Under these very difficult conditions, the human rights situation deteriorated on most fronts. Police violence, already a serious problem, continued unchecked. Journalists covering public protests suffered numerous attacks and threats, even as the press remained vigorous and independent. Although confidence in the judiciary was low, a few judges took positive steps to pursue investigations of the grave and systematic human rights violations committed during the country's period of military rule.


HUMAN RIGHTS DEVELOPMENTS

As protests against austerity measures engulfed the country, President Fernando De la Rúa of the Radical Party declared a state of emergency on December 19, 2001. Unable to muster support to lead a national unity government, he resigned office the following day. Senate President Ramón Puerta briefly took the reins until the legislative assembly elected Peronist Adolfo Rodríguez Saá as president for a sixty-day period. After seven days in power, Rodríguez lost the support of his party and resigned. Following another brief interregnum, the Congress elected Peronist Eduardo Duhalde to head a government of "national salvation." In July 2002, as the economy nose-dived and street violence continued, Duhalde agreed to hold elections in March 2003.

Seven people were killed, most from gunshot wounds, during protests on December 19 and 20, 2001, in the Plaza de Mayo and adjoining Buenos Aires streets. Police used tear gas and rubber bullets to disperse demonstrators, some of whom carried sticks, hurled stones and firebombs, broke windows of banks and shops, and lit fires. At least sixteen others died nationwide in violent clashes and incidents of looting.

In the early hours of December 29, Juan de Díos Velaztiqui, a police sergeant working off-duty as a security guard, shot dead three youths, Cristián Gómez, Maximiliano Tasca, and Adrián Matassa, in a Buenos Aires gas station café. The youths had been watching scenes of the protests on the café's television. The guard reportedly drew his pistol and shot them at point blank range after they jeered at images of a policeman being beaten by protesters. Velaztiqui was arrested and charged with homicide.

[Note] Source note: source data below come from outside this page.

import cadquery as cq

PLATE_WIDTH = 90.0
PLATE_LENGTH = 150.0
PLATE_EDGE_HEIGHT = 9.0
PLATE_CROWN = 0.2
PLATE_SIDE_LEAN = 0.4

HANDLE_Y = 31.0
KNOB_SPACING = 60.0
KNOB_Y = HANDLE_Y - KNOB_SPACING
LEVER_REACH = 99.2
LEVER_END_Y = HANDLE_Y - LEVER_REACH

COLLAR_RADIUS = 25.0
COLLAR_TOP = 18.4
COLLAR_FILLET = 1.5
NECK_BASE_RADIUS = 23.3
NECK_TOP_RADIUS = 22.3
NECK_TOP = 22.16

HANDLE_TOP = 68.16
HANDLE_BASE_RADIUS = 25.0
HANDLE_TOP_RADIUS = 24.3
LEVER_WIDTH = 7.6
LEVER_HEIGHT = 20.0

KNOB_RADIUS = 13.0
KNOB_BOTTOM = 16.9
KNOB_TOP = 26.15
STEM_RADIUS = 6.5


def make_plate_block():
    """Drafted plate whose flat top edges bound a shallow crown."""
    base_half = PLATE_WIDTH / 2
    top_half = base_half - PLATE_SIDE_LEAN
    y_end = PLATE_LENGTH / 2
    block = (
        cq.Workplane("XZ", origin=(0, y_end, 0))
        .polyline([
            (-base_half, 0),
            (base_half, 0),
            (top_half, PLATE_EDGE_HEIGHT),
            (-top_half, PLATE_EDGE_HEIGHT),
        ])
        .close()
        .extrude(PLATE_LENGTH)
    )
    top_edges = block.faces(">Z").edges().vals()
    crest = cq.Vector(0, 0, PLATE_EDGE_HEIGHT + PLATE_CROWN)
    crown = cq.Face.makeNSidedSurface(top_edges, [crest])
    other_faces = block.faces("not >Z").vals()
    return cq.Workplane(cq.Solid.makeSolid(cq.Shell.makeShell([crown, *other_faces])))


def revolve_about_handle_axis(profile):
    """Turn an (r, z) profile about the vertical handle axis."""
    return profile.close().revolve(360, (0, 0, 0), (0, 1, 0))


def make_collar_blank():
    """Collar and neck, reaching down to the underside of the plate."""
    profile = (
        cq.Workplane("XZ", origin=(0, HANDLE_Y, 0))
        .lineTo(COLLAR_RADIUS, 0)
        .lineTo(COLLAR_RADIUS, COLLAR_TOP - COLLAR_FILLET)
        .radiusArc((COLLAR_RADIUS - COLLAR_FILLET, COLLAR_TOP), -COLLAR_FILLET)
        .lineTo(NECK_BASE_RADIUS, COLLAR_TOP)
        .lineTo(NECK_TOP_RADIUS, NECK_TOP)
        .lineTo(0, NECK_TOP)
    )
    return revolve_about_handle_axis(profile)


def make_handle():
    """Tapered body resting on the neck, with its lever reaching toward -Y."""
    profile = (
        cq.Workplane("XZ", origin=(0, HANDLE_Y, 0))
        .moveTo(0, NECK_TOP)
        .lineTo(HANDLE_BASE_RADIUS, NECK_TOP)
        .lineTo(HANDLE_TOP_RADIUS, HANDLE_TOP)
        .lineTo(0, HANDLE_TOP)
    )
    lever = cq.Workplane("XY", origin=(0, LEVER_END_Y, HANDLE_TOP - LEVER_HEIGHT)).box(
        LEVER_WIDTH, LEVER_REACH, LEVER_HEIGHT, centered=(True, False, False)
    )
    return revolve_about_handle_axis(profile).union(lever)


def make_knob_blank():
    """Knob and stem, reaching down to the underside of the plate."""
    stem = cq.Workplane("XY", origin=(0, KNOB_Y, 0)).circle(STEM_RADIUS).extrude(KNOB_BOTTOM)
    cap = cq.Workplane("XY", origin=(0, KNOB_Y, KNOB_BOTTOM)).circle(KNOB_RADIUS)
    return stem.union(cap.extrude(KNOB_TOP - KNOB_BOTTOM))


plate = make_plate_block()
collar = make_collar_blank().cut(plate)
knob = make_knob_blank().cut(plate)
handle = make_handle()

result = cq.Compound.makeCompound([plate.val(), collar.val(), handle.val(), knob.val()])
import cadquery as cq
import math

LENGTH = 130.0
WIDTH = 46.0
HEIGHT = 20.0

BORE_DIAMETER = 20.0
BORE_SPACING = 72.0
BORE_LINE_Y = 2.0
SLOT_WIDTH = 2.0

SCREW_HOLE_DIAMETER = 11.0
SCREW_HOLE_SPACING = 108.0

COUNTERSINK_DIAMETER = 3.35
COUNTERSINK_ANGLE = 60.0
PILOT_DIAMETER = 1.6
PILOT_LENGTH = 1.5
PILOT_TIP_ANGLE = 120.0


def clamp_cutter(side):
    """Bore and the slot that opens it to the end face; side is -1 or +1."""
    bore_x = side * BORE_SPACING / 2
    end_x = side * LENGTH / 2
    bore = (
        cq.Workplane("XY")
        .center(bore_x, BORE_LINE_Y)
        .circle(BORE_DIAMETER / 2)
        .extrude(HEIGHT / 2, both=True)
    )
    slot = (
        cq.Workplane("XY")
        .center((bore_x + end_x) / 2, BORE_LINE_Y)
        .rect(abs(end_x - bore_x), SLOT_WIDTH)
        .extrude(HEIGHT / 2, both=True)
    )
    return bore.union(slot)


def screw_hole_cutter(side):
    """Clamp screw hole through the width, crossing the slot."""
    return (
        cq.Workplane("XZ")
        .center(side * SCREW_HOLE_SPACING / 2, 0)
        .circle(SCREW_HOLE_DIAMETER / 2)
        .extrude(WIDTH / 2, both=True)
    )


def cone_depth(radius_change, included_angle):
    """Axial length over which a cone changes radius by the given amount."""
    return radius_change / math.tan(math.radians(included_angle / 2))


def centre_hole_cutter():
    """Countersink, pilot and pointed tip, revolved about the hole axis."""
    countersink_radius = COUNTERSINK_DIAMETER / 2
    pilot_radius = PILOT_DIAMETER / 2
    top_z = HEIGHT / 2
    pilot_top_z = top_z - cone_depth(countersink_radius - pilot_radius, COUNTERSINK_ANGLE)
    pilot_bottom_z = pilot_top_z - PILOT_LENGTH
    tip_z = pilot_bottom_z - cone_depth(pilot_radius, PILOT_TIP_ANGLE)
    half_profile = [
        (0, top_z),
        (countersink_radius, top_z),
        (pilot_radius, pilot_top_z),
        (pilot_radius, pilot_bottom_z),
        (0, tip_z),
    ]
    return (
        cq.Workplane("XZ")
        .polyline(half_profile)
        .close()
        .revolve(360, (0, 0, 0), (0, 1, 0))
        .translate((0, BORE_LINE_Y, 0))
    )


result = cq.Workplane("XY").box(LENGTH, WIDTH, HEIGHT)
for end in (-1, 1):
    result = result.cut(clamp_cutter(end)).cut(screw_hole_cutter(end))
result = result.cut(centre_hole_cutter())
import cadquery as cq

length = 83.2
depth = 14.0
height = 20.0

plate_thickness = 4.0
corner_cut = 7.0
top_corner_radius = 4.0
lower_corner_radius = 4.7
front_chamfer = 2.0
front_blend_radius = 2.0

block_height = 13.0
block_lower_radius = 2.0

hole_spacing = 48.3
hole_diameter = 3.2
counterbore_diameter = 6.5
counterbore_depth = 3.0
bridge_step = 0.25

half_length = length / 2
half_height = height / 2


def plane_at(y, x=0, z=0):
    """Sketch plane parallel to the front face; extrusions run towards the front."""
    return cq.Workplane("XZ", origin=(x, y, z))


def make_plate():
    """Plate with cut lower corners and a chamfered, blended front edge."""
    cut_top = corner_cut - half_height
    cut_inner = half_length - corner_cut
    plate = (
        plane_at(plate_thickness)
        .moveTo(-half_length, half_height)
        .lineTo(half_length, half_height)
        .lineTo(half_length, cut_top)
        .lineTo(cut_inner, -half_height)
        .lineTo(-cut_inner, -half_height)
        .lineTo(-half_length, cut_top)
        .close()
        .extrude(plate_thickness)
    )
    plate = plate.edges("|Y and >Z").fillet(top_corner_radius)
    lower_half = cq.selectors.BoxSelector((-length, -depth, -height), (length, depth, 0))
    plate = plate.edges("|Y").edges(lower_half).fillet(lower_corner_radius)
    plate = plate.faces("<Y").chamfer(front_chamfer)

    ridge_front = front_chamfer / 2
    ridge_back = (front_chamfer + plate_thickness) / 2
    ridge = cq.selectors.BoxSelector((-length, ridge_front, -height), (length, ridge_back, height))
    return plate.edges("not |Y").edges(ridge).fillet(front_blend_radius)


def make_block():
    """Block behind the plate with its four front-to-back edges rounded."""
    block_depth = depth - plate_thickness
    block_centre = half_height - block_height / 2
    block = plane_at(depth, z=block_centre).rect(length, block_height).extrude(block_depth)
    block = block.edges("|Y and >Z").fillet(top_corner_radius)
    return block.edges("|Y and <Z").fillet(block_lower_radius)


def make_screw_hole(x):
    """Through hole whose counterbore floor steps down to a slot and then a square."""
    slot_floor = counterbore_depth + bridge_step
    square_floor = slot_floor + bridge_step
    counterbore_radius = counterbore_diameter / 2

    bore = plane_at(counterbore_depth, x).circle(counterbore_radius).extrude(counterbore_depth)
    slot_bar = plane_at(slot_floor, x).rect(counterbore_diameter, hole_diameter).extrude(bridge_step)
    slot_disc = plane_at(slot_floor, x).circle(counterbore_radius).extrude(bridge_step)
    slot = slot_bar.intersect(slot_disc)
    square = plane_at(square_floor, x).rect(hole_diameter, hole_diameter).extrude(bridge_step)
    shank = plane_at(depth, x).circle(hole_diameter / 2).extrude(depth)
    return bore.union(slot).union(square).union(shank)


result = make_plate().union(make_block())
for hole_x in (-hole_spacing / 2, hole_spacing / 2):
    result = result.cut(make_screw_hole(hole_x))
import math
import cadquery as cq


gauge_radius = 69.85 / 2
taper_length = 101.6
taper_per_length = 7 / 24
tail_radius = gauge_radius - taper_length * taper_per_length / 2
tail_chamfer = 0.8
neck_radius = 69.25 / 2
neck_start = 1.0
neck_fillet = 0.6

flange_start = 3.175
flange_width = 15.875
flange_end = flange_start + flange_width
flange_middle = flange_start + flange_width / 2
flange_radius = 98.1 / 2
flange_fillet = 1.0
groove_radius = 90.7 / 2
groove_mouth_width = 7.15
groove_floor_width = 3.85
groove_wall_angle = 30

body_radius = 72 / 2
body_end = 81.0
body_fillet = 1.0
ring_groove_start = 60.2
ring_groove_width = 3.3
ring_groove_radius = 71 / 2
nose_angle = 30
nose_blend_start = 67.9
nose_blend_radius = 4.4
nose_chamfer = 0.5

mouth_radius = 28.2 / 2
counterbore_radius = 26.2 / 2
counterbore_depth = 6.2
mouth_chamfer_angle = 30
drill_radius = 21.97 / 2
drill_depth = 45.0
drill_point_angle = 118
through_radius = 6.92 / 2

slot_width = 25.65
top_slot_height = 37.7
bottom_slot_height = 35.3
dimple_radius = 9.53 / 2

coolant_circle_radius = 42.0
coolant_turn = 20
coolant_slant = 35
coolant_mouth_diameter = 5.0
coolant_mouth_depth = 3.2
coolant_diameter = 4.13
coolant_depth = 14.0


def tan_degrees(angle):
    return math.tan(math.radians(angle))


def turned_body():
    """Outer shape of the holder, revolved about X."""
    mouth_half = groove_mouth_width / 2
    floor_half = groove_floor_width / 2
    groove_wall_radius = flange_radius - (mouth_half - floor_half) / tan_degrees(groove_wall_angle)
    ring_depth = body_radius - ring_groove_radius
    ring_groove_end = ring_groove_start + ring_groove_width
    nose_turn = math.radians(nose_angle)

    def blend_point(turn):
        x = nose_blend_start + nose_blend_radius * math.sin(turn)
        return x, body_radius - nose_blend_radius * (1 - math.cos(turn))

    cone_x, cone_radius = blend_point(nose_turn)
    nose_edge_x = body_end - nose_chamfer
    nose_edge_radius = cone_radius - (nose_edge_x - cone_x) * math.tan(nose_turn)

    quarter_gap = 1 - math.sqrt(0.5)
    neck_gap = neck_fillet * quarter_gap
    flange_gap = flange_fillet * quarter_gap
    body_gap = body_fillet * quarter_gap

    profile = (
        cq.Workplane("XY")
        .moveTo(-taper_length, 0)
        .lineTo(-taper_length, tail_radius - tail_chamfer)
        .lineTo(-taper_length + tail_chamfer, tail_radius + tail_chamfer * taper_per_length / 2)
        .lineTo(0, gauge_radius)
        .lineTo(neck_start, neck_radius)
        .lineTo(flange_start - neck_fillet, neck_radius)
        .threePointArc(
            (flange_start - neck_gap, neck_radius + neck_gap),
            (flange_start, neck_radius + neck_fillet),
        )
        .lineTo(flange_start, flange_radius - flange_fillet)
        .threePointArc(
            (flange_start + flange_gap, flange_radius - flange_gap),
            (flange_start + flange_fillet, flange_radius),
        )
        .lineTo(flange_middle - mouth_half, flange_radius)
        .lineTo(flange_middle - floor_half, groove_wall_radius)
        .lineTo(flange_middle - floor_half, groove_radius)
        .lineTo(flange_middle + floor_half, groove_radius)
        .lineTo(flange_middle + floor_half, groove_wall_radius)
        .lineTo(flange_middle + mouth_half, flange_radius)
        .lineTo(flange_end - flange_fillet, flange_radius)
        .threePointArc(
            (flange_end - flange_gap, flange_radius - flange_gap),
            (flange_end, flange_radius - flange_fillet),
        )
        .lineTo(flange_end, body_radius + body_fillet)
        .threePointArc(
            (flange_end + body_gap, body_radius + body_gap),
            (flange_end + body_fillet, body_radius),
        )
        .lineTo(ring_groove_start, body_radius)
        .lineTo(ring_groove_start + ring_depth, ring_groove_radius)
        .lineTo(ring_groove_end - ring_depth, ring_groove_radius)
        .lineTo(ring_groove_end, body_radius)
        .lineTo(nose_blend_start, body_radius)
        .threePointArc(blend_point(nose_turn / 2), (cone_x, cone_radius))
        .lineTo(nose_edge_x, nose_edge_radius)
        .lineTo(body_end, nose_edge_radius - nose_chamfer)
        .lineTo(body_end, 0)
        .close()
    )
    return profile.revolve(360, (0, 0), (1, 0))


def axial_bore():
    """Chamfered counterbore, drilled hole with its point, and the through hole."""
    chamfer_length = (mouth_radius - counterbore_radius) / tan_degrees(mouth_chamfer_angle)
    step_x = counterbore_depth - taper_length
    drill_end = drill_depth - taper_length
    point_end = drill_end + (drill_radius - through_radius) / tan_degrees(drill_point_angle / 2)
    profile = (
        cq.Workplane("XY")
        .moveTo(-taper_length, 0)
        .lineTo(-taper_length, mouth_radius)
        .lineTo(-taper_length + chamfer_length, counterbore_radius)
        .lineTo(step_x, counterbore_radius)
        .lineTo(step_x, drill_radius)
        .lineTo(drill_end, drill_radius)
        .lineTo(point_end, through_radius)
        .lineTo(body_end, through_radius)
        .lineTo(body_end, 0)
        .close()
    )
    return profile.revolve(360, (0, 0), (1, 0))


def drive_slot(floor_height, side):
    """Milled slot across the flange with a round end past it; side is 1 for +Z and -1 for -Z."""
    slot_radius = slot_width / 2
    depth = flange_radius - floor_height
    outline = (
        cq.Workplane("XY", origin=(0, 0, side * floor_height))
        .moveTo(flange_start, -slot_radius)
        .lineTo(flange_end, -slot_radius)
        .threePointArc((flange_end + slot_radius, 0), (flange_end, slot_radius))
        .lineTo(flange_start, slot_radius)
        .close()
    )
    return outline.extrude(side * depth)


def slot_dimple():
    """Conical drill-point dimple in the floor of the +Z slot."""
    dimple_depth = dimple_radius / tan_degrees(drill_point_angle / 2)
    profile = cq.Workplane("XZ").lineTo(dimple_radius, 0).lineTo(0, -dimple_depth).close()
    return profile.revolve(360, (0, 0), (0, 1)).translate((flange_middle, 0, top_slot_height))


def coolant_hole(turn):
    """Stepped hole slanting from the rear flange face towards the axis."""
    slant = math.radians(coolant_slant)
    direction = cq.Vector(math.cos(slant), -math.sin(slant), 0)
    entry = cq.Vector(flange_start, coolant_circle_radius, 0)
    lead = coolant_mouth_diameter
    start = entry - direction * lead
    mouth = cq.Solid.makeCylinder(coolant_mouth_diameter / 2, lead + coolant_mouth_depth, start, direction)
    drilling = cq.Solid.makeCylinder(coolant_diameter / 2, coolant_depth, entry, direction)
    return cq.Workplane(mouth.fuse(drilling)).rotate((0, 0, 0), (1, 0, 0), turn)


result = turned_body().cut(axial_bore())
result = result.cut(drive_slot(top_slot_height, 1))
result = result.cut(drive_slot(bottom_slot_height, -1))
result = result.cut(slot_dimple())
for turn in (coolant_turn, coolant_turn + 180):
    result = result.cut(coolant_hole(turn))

The shooting by police of two protesters in June led to the resignation of the security minister of the province of Buenos Aires and the chief and deputy chief of the provincial police force. Dario Santillán and Maximiliano Kosteki, both in their twenties, were killed by close-range shotgun fire in a train station during a protest of unemployed workers on June 26 at the Pueyrredón bridge in the suburb of Avellaneda. At least two others were wounded. In July, a Buenos Aires province police inspector and another officer were charged with aggravated homicide, and four others were accused of trying to cover up the crimes.

The economic crisis brought with it a sharp increase in violent crime, robberies, and kidnappings. Many police officers lost their lives in armed confrontations. Both criminal suspects and innocent citizens were killed by police in confused incidents in poor neighborhoods of Buenos Aires province. Press reports suggested that in several of these cases, police failed to observe international norms on the use of lethal force, and planted evidence to avoid criminal charges.

Torture continued to be a deeply engrained problem. Victims included criminal suspects in police custody and prisoners in the penitentiary system. In August, a court official of the Buenos Aires Criminal Cassation Court told a visiting representative of the Inter-American Commission of Human Rights that from March 2000 until July 2002, the court had registered 1,236 torture complaints in Buenos Aires province alone. The source of the court's information was a data bank set up in March 2000 to monitor allegations of torture and ill-treatment. There was also a sharp increase in alleged ill-treatment of minors in police custody. The number of complaints registered by the juvenile division of the Buenos Aires Province Supreme Court doubled in less than a year, from 738 cases in May 2001 to 1,516 in April 2002.

Torturers acted with almost complete impunity, and victims who denounced abuses often suffered reprisals. According to official figures released in January by the attorney general's office, out of 676 complaints of torture or ill-treatment made in the year 2000, only four resulted in trials and there were no convictions. During the first six months of 2001, of 271 complaints made to the courts, two resulted in trials, with only one ending in conviction.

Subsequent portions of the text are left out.